Она прижалась к нему своим обнаженным телом, и через некоторое время – Ангелос даже не знал, сколько времени прошло, – перестала дрожать.
В конце концов, Талия пришла в себя, будто после какого‑то транса. Отпрянув от него, она ошарашенно взглянула на Ангелоса, осознав, в каком она виде. По ее обнаженному телу стекала вода, мокрые волосы прилипли к спине.
Талия открыла рот, но ничего не могла сказать, и Ангелос понял, какой она испытывает шок. А он нисколько не смущался, хотя сидел в ванной полностью одетый и баюкал в руках обнаженную женщину.
Спокойно дотянувшись до крана, он выключил воду. Ванная комната наполнилась душным молчанием; Ангелос встал, почувствовав, что его рубашка прилипла к телу, а волосы к голове.
– Сейчас я дам тебе полотенце, – сказал Ангелос.
Талия ничего не ответила. Ангелос взял большое махровое полотенце с полки, и Талия вышла из душа на трясущихся ногах. Одной рукой она держалась за стенку.
– Я… – начала она, но голос ее сорвался.
– Не надо, – остановил ее Ангелос. Он бережно укутал ее в полотенце, прикрыв наготу. – Я хотел сказать, не смущайся, – пояснил он.
Лицо ее горело, и явно не только от горячей воды. Талия опустила голову, чтобы не смотреть на него.
– Как же мне не смущаться? – сдавленно прошептала она. Она закрыла глаза, и по ее щеке потекла одинокая слеза.
– Талия… – Сердце Ангелоса сжалось от незнакомого ему чувства, и он вытер пальцем эту слезу. – Прости, я не знал, что ты так боишься грозы.
– Откуда тебе знать? – Глаза ее все еще были закрыты, и еще одна слеза скатилась по ее щеке.
– О, Талия… – Ни о чем не думая, Ангелос подхватил ее на руки и понес в спальню. Он бережно положил ее на кровать, а она смотрела на него во все глаза, сжимая на груди полотенце.
– Ты весь мокрый.
Ангелос взглянул на свою одежду.
– И вода капает на пол.
– Пустяки. Не переживай об этом, – сказал Ангелос. – Пойду переоденусь. – Он с удовольствием отметил, что на ее лице мелькнуло разочарование. – Я вернусь, – пообещал он. – Проверить тебя.
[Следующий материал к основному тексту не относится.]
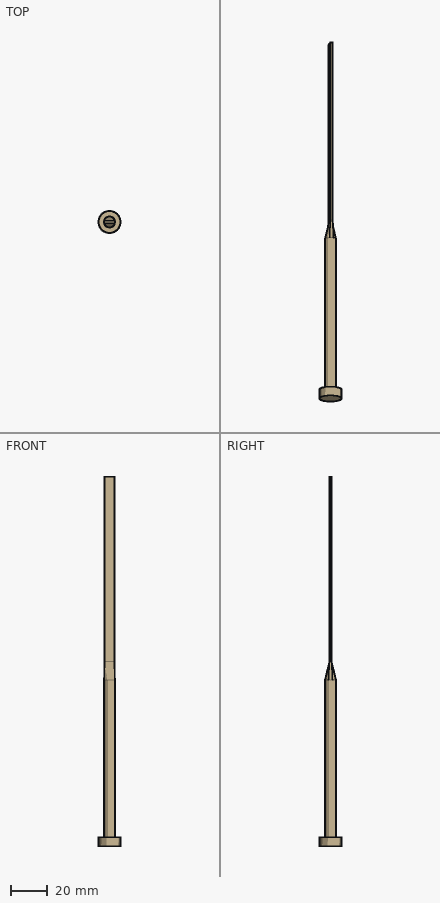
import cadquery as cq
import math

overall_length = 200.0
head_diameter = 12.0
head_height = 5.0
shank_diameter = 6.0
blade_length = 100.0
blade_width = 5.5
blade_thickness = 1.2
transition_length = 10.0
edge_arc_width = 2.2

blade_base_z = overall_length - blade_length
shank_top_z = blade_base_z - transition_length


def make_head():
    """Round head at the foot of the pin."""
    return cq.Workplane("XY").circle(head_diameter / 2).extrude(head_height)


def make_shank():
    """Round shank rising from the bottom of the head."""
    return cq.Workplane("XY").circle(shank_diameter / 2).extrude(shank_top_z)


def make_transition():
    """Ruled blend from the round shank to the blade.

    The shank circle is split into four arcs, one for each side of the blade rectangle.
    """
    radius = shank_diameter / 2
    corner_y = edge_arc_width / 2
    corner_x = math.sqrt(radius**2 - corner_y**2)
    half_width = blade_width / 2
    half_thickness = blade_thickness / 2

    shank_outline = (
        cq.Workplane("XY", origin=(0, 0, shank_top_z))
        .moveTo(corner_x, corner_y)
        .threePointArc((0, radius), (-corner_x, corner_y))
        .threePointArc((-radius, 0), (-corner_x, -corner_y))
        .threePointArc((0, -radius), (corner_x, -corner_y))
        .threePointArc((radius, 0), (corner_x, corner_y))
        .close()
    )
    both_outlines = (
        shank_outline.workplane(offset=transition_length)
        .moveTo(half_width, half_thickness)
        .lineTo(-half_width, half_thickness)
        .lineTo(-half_width, -half_thickness)
        .lineTo(half_width, -half_thickness)
        .close()
    )
    return both_outlines.loft(ruled=True)


def make_blade():
    """Thin flat blade, wide along X."""
    return (
        cq.Workplane("XY", origin=(0, 0, blade_base_z))
        .rect(blade_width, blade_thickness)
        .extrude(blade_length)
    )


result = make_head().union(make_shank()).union(make_transition()).union(make_blade())

Талия кивнула, и Ангелос неохотно вышел из комнаты. Оказавшись в своей спальне, он снял с себя мокрую одежду, поражаясь своей наглости. Ведь он раздел няню дочери, обнимал ее в душе – о чем он думал в этот момент? Но он не думал ни о чем. Он просто откликнулся на ее отчаяние и боль. И на свою боль тоже.
И было так прекрасно после долгого перерыва держать женщину в своих объятиях. Утешать ее и быть тем, кто был ей нужен в тяжелый момент. А он хотел быть нужным. Он хотел быть защитником и утешителем, быть значимым для кого‑то.
Что с ним происходит? Он воспользовался ее болью, чтобы унять свою собственную боль?